DIRECTIONS —
Provide the number of lines in the material containing the word "indicate", with nothing added.

=== Begin Enclosure ===

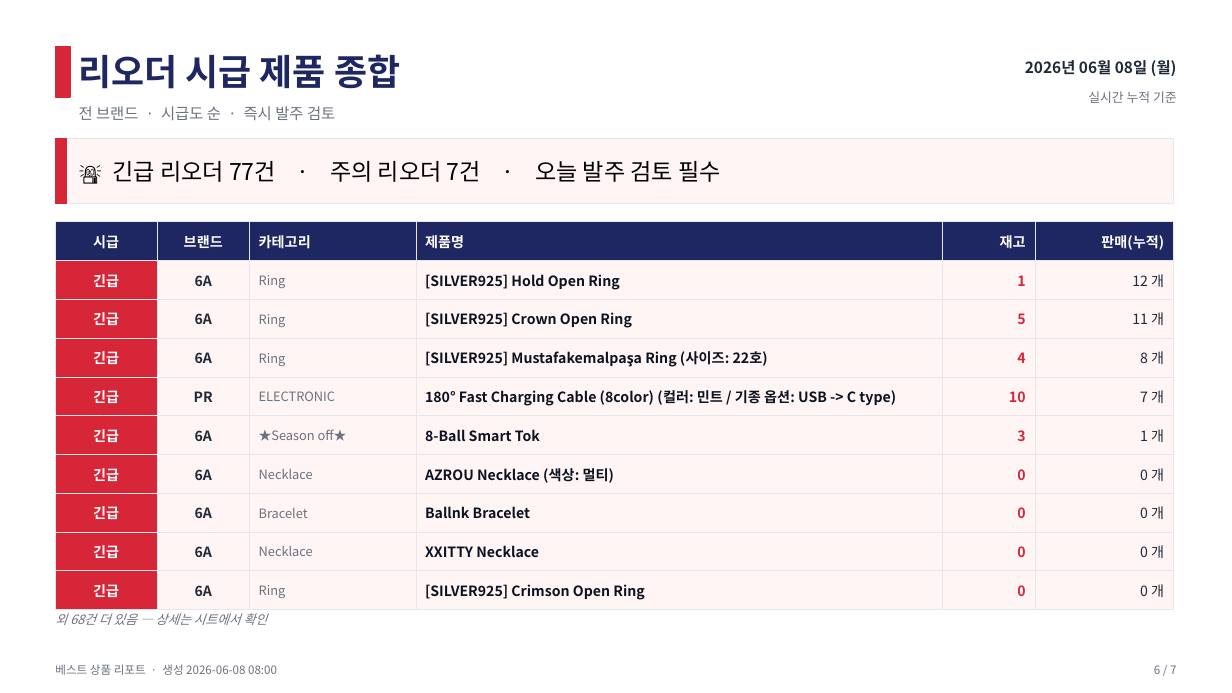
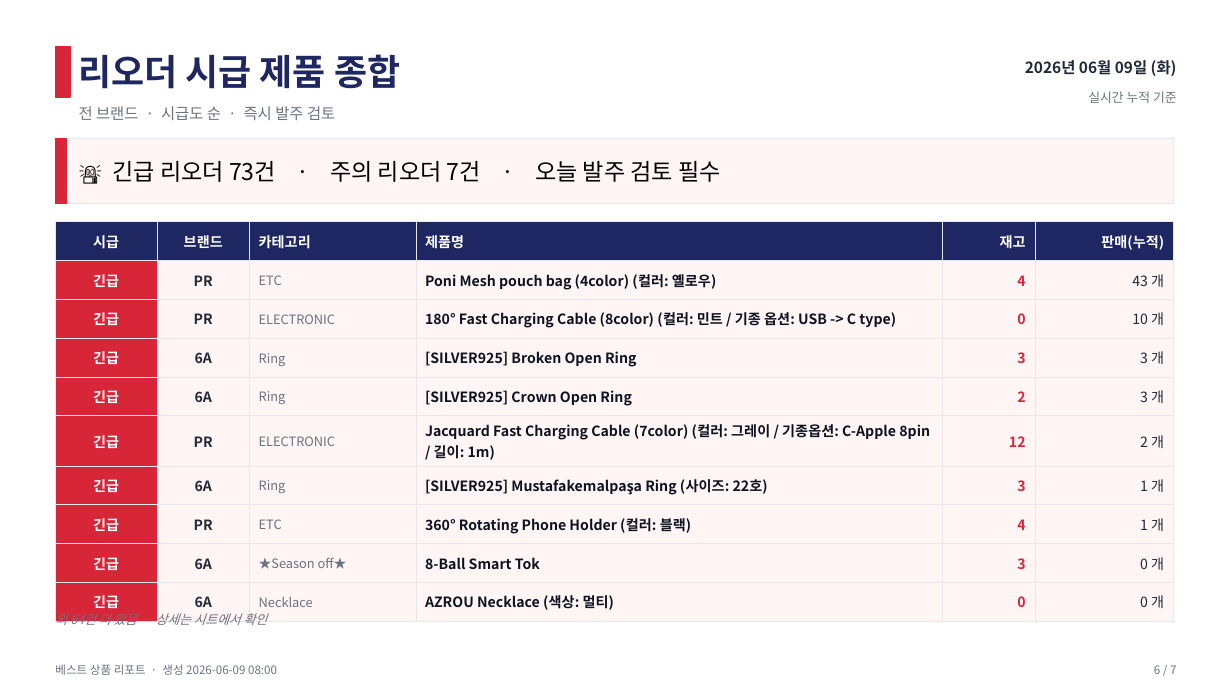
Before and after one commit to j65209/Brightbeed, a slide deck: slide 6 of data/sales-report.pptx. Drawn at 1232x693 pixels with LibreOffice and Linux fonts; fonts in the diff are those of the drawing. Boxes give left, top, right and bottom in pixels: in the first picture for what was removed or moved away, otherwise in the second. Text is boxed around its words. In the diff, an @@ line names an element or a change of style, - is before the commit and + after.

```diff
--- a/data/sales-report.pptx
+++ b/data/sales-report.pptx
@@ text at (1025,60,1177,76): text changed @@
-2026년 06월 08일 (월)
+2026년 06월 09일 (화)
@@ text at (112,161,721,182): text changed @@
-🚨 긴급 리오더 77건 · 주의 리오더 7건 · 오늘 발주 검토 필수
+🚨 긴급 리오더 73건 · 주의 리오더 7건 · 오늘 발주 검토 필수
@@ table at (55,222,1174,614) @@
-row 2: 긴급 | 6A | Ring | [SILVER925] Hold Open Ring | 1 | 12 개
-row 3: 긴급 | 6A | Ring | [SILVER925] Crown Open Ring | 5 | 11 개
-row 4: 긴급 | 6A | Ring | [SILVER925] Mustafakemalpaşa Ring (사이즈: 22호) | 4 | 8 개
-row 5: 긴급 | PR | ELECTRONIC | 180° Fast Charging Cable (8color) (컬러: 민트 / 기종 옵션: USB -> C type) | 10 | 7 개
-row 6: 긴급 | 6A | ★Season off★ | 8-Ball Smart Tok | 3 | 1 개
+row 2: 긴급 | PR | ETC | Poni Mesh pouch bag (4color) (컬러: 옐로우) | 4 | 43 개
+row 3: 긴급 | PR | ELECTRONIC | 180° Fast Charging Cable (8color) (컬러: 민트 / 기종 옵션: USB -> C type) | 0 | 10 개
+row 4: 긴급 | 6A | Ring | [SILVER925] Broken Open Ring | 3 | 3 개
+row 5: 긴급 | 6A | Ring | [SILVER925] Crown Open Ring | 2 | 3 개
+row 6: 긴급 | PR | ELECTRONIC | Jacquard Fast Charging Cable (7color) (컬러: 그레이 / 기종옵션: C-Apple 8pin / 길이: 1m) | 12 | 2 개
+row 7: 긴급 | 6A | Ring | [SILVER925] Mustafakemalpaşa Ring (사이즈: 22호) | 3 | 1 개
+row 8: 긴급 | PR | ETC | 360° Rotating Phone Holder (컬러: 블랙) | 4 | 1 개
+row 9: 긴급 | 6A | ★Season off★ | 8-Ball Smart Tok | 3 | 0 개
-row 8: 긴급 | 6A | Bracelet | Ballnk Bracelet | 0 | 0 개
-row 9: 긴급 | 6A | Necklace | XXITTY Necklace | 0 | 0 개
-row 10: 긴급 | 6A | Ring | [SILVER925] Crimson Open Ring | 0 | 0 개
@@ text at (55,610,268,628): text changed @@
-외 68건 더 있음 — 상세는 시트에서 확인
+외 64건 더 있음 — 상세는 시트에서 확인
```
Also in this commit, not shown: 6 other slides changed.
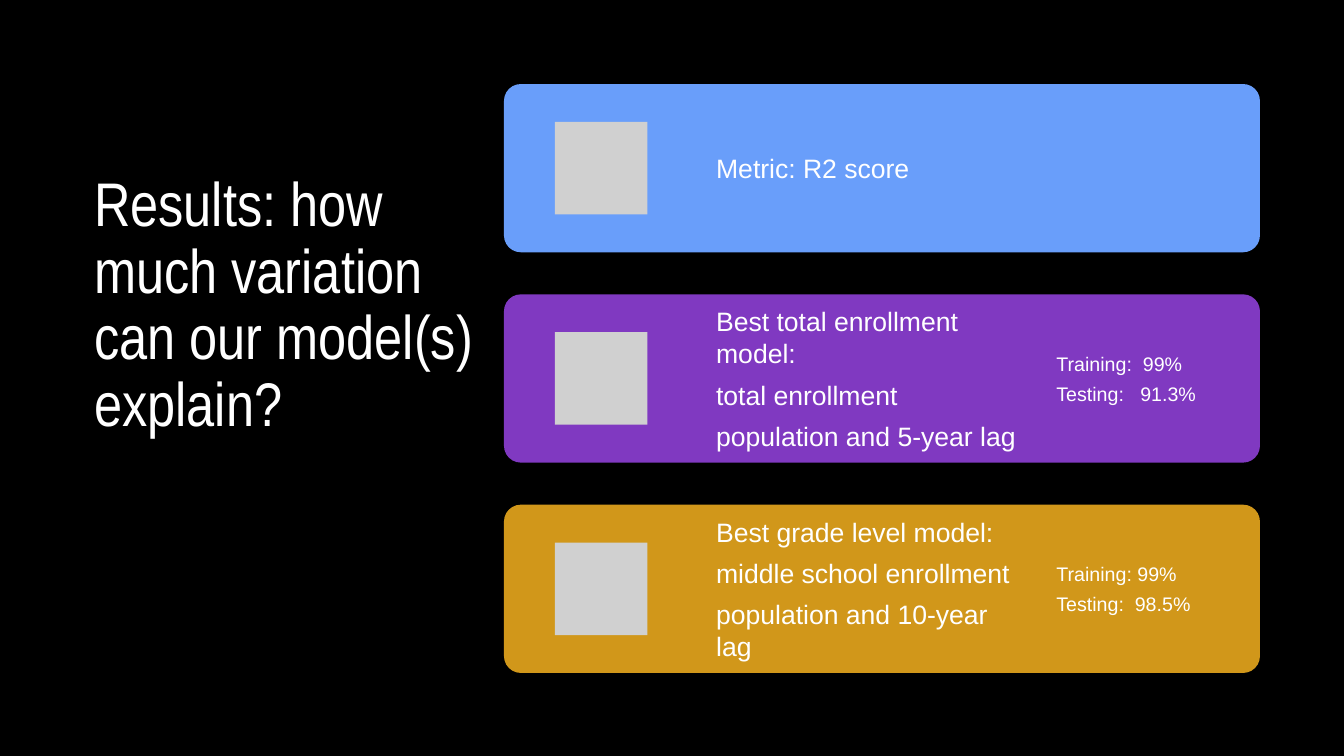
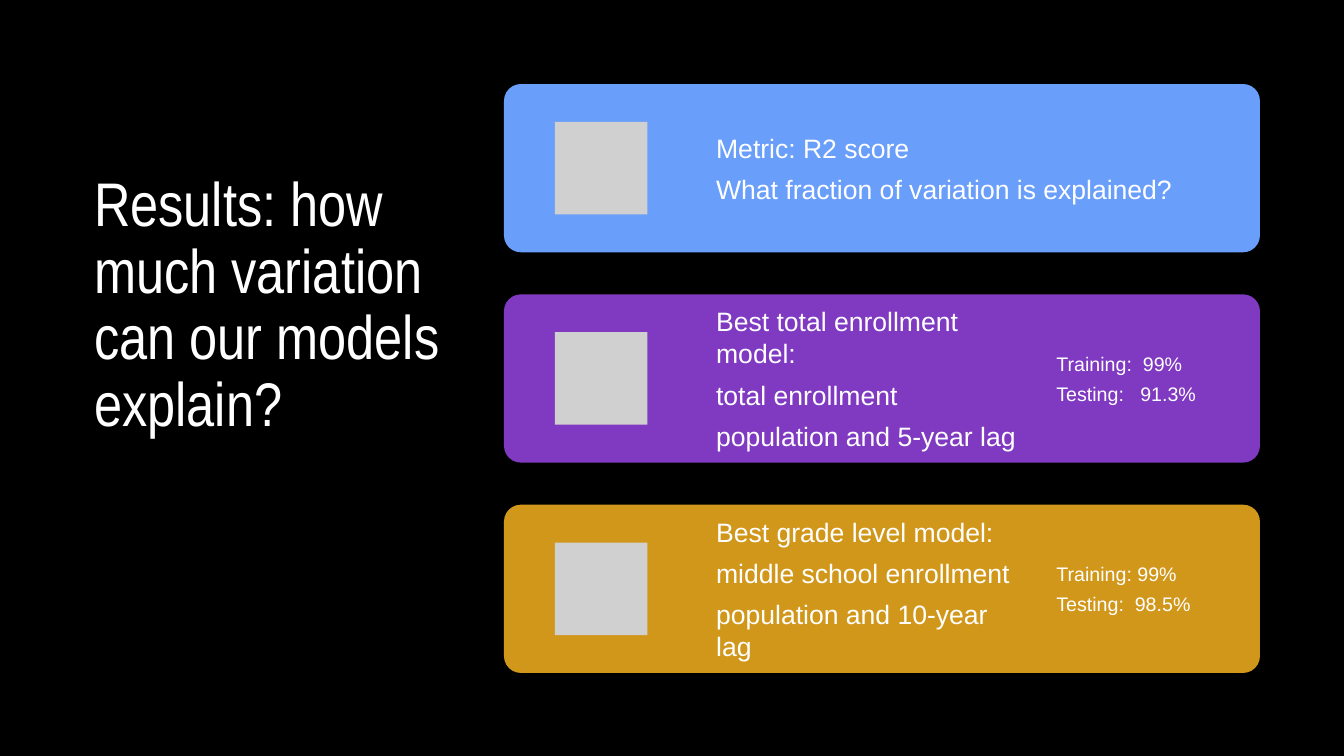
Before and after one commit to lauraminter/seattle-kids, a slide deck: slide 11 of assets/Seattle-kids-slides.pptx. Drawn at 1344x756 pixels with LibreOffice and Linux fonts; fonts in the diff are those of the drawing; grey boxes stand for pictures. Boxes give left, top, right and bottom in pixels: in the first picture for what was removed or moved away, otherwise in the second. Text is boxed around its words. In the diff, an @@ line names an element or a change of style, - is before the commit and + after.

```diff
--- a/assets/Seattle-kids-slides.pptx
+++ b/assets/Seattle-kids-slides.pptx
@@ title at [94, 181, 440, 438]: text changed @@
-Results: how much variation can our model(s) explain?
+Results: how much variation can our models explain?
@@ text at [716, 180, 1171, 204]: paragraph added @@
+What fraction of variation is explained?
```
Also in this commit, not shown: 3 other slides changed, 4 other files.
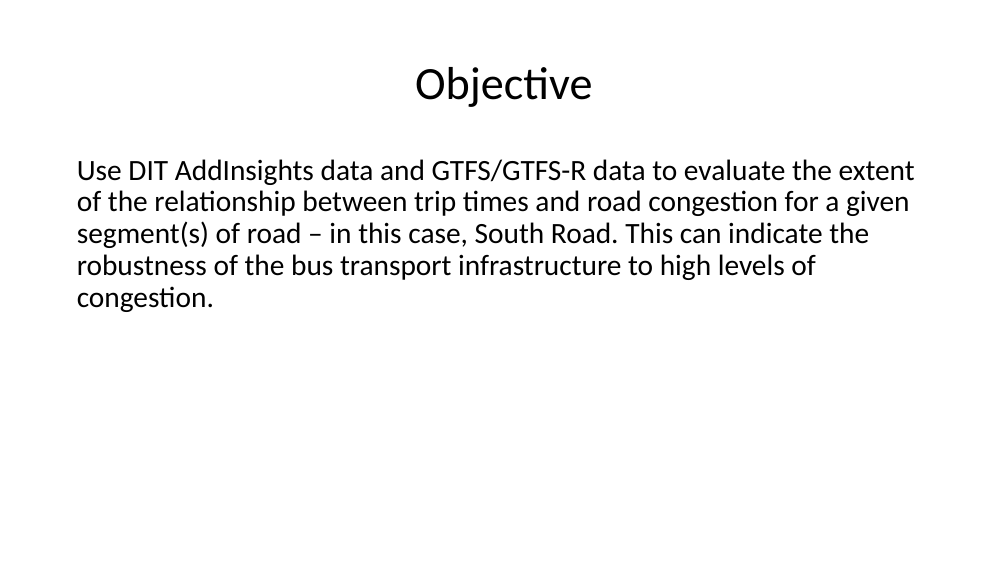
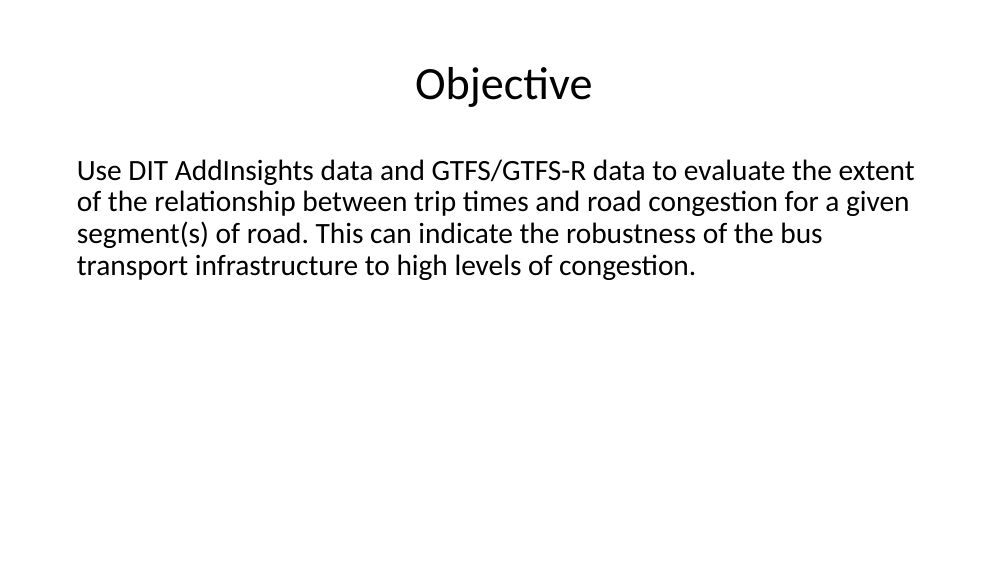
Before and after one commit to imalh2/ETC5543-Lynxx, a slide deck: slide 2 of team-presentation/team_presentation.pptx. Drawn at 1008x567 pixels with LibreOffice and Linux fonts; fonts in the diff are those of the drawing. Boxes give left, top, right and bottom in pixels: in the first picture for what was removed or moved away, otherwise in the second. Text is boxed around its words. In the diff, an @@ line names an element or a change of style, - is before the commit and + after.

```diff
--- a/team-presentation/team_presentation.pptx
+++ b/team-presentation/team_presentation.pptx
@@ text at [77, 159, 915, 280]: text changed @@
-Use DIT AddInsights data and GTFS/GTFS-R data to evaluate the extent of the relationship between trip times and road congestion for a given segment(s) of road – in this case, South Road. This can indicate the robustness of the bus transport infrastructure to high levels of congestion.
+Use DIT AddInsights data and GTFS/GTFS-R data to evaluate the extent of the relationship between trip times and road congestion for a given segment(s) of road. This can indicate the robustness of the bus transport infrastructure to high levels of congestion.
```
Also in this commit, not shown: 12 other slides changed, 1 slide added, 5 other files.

=== End Enclosure ===

TASK SOLUTION —
2